D66-senator Backer betoogde dat de kwaliteit van het onderwijs centraal moet staan en niet lijstjes met uren die gemaakt moeten worden. "De primaire taak is onderwijs geven dat mensen tot ontplooiing van hun talent brengt", zei senator Backer.

Senator Smaling (SP) zei dat het een grote beoordelingsfout van de minister is geweest om aan het amendement Beertema over der 1040-urennorm toe te geven en niet vast houden aan de 1000-urennorm van Cornielje.

De minister betoogde dat zij 90% van wat de commissie Cornielje heeft voorgesteld heeft overgenomen, zoals de zestig taakuren die binnen de 1040 uren vallen.

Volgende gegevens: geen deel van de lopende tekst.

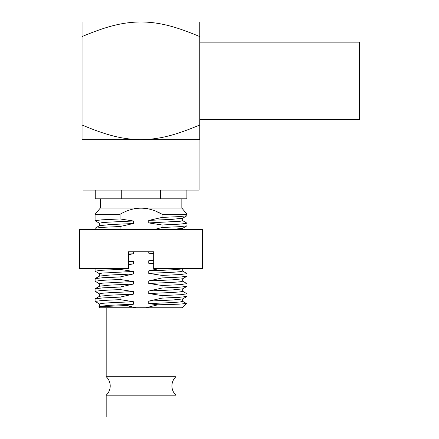 <?xml version="1.0" encoding="UTF-8"?>
<svg xmlns="http://www.w3.org/2000/svg" width="439" height="439" viewBox="0 0 439 439"><rect width="100%" height="100%" fill="white"/><g stroke="black" fill="none" stroke-linecap="round" stroke-linejoin="round"><path stroke-width="0.66" d="M199.745 125.016C174.662 135.492 159.099 139.393 140.903 139.64L199.745 139.64L199.745 21.95L82.055 21.95L82.055 139.64L140.903 139.64C122.684 139.399 107.089 135.475 82.055 125.016M199.745 36.574C174.662 26.093 159.099 22.191 140.903 21.95C122.684 22.191 107.089 26.115 82.055 36.574M199.07 139.64L199.07 190.076L83.064 190.076L83.064 139.64M121.735 190.076L121.735 198.818L95.252 198.818L95.252 190.076M160.405 190.076L160.405 198.818L186.882 198.818L186.882 190.076M121.735 198.818L160.405 198.818M181.839 198.818L181.839 208.07L187.052 214.287L186.965 215.758L179.606 216.586L162.084 217.42L162.084 214.287C148.075 206.138 134.065 206.138 120.05 214.287L120.05 218.946L133.385 221.004L133.385 223.522L120.05 226.508L120.05 229.032L121.79 229.421M100.295 198.818L100.295 208.07L181.839 208.07M100.295 208.07L95.087 214.287L120.05 214.287M162.084 214.287L187.052 214.287M95.087 214.287L95.087 220.702L101.837 219.824L120.05 218.946M182.602 220.603L187.052 223.226L180.325 224.104L162.084 224.982L162.084 227.506L179.524 226.678L186.954 225.849L187.052 223.226M120.05 226.508L102.578 227.342L95.17 228.17L95.087 229.421M110.858 229.421L120.05 229.032M154.66 229.421L162.084 227.506M162.084 224.982L148.75 222.924L148.75 220.405L162.084 217.42M182.673 218.216L172.187 219.346L148.75 220.405M133.385 221.004L109.009 222.118L101.897 222.672L99.461 223.253M182.657 228.324L172.445 229.421M156.449 211.56L161.579 214.018M182.684 218.178L182.684 220.702L180.226 221.256L148.75 222.924M133.385 223.522L109.948 224.581L99.494 225.679M79.536 229.421L202.604 229.421L202.604 268.591L153.677 268.591L153.677 251.783L128.457 251.783L128.457 268.591L79.536 268.591L79.536 229.421M182.591 271.033L187.052 273.662L180.402 274.54L162.084 275.423L148.75 273.365L148.75 270.841L159.478 268.591M182.679 271.115L180.226 271.697L173.114 272.251L148.75 273.365M99.543 273.771L95.087 271.143L101.733 270.265L120.05 269.381L133.385 271.439L133.385 273.963L120.05 276.949L102.452 277.788L95.164 278.611L95.087 281.229L101.705 280.356L120.05 279.467L133.385 281.525L133.385 284.049L120.05 287.035L120.05 289.559L133.385 291.617L133.385 294.135L120.05 297.121L120.05 299.645L133.385 301.703L133.385 304.227L126.383 305.544L98.901 306.713L99.878 307.766L146.094 307.75M133.385 273.963L109.926 275.023L99.516 276.098M133.385 251.783L133.385 253.786L128.457 253.983M133.385 253.786L128.457 254.653M128.457 260.848L133.385 261.353L133.385 263.872L128.457 264.069M133.385 263.872L128.457 264.739M95.093 268.591L95.087 271.143M153.677 253.693L148.75 253.188L148.75 251.783M153.677 252.996L148.75 253.188M153.677 263.779L148.75 263.279L148.75 260.755L153.677 259.888M153.677 263.082L148.75 263.279M162.084 275.423L162.084 277.947L179.666 277.108L186.965 276.285L187.052 273.662M99.538 283.852L95.087 281.229M120.05 276.949L120.05 279.467M186.921 283.627L180.434 284.626L162.084 285.509L162.084 288.033L179.672 287.194L186.97 286.365L187.052 283.753M120.05 297.121L102.496 297.96L95.087 298.882L95.087 301.406L101.815 300.523L120.05 299.645M99.543 304.029L95.087 301.406M182.586 291.211L187.052 293.839L180.385 294.712L162.084 295.601L162.084 298.119L179.606 297.285L186.965 296.462L187.052 293.839M120.05 287.035L102.452 287.874L95.087 288.796L95.087 291.315L101.76 290.442L120.05 289.559M120.05 268.591L120.05 269.381M133.385 271.439L101.914 273.107L99.455 273.667L99.455 276.186M133.385 261.353L128.457 261.545M153.677 260.557L148.75 260.755M182.679 268.591C181.439 269.343 170.129 270.095 148.75 270.841M162.084 285.509L148.75 283.451L148.75 280.933L162.084 277.947M162.084 295.601L148.75 293.543L148.75 291.019L162.084 288.033M186.427 303.525L178.388 304.2L157.859 304.798L148.75 303.629L148.75 301.105L162.084 298.119M157.859 304.798L145.962 307.766L182.262 307.766L186.498 303.607M136.172 307.766L126.383 305.544M133.385 301.703L109.02 302.817L101.908 303.371L99.455 303.947M182.619 278.798L172.17 279.873L148.75 280.933M182.646 288.862L172.214 289.959L148.75 291.019M133.385 281.525L101.919 283.193L99.455 283.753L99.455 286.272M182.64 298.954L172.17 300.051L148.75 301.105M133.385 291.617L109.053 292.725L101.93 293.279L99.466 293.883M133.385 304.227L109.964 305.281L99.505 306.367M182.673 281.196L180.193 281.789L173.07 282.343L148.75 283.451M133.385 284.049L109.948 285.109L99.494 286.201M182.679 291.287L180.231 291.869L173.12 292.429L148.75 293.543M133.385 294.135L109.926 295.195L99.516 296.27M182.668 301.363L180.199 301.961L173.081 302.515L148.75 303.629M175.957 307.766L175.957 376.7A12.61 12.61 0 0 0 175.957 395.193L175.957 417.05L106.183 417.05L106.183 395.193L175.957 395.193M106.183 307.766L106.183 376.7L175.957 376.7M106.183 376.7A12.61 12.61 0 0 1 106.183 395.193M199.745 42.128L359.464 42.128L359.464 119.463L199.745 119.463M186.954 215.736L182.569 218.276M95.186 220.79L99.565 223.325M186.948 225.838L182.58 228.368M99.56 225.641L95.175 228.176M99.461 225.75L99.461 223.226M182.662 229.421L182.662 228.269M95.17 278.611L99.538 276.087M182.679 271.137L182.679 268.619M186.959 276.285L182.591 278.814M186.97 286.36L182.591 288.895M186.959 296.457L182.58 298.992M95.175 291.408L99.56 293.943M99.455 303.931L99.455 306.449M182.673 278.71L182.673 281.234M182.679 288.791L182.679 291.315M99.466 296.358L99.466 293.839M182.668 298.882L182.668 301.406M95.164 298.789L99.538 296.259M186.471 303.547L182.586 301.297M95.175 288.703L99.56 286.168M186.97 283.66L182.597 281.13M98.901 306.718L99.549 306.34"/></g></svg>

Deze taakuren zijn bedoeld om extra aandacht te besteden aan leerlingen met een achterstand of juist excellente leerlingen. Ook andere niet lesgebonden onderwijsactiviteiten als bijvoorbeeld bijscholing of teambuilding vallen er onder.

Detailniveau

GroenLinks-senator Ganzevoort betoogde dat in dit wetsvoorstel veel te veel op detailniveau wordt geregeld, terwijl de fundamentele vraag blijft staan hoe nu eigenlijk goed onderwijs wordt gegeven. "De Inspectie krijgt de opdracht om met een rekenmachientje te checken of de school, als je alle onderwijsvormen optelt, de 1040 uren van Beertema haalt. En dat heet dan kwaliteit", zei senator Ganzevoort. De GroenLinks-senator vond het beter om van scholen te vragen voldoende kwaliteit te leveren en daarover transparant te communiceren naar leerlingen en ouders en dan pas naar het aantal uren te kijken als daar aanleiding voor is omdat de kwaliteit te kort schiet. Senator Kuiper van de ChristenUnie sloot zich bij deze opvatting aan. "Het gaat om onderwijskwaliteit. De kern van het protest destijds was dat onderwijsuren kwalitatief goed bestede uren moesten zijn. De docent moest weer voor de klas staan. Het kernprobleem is of het onderwijsproces zelf voldoende op orde is", betoogde senator Kuiper.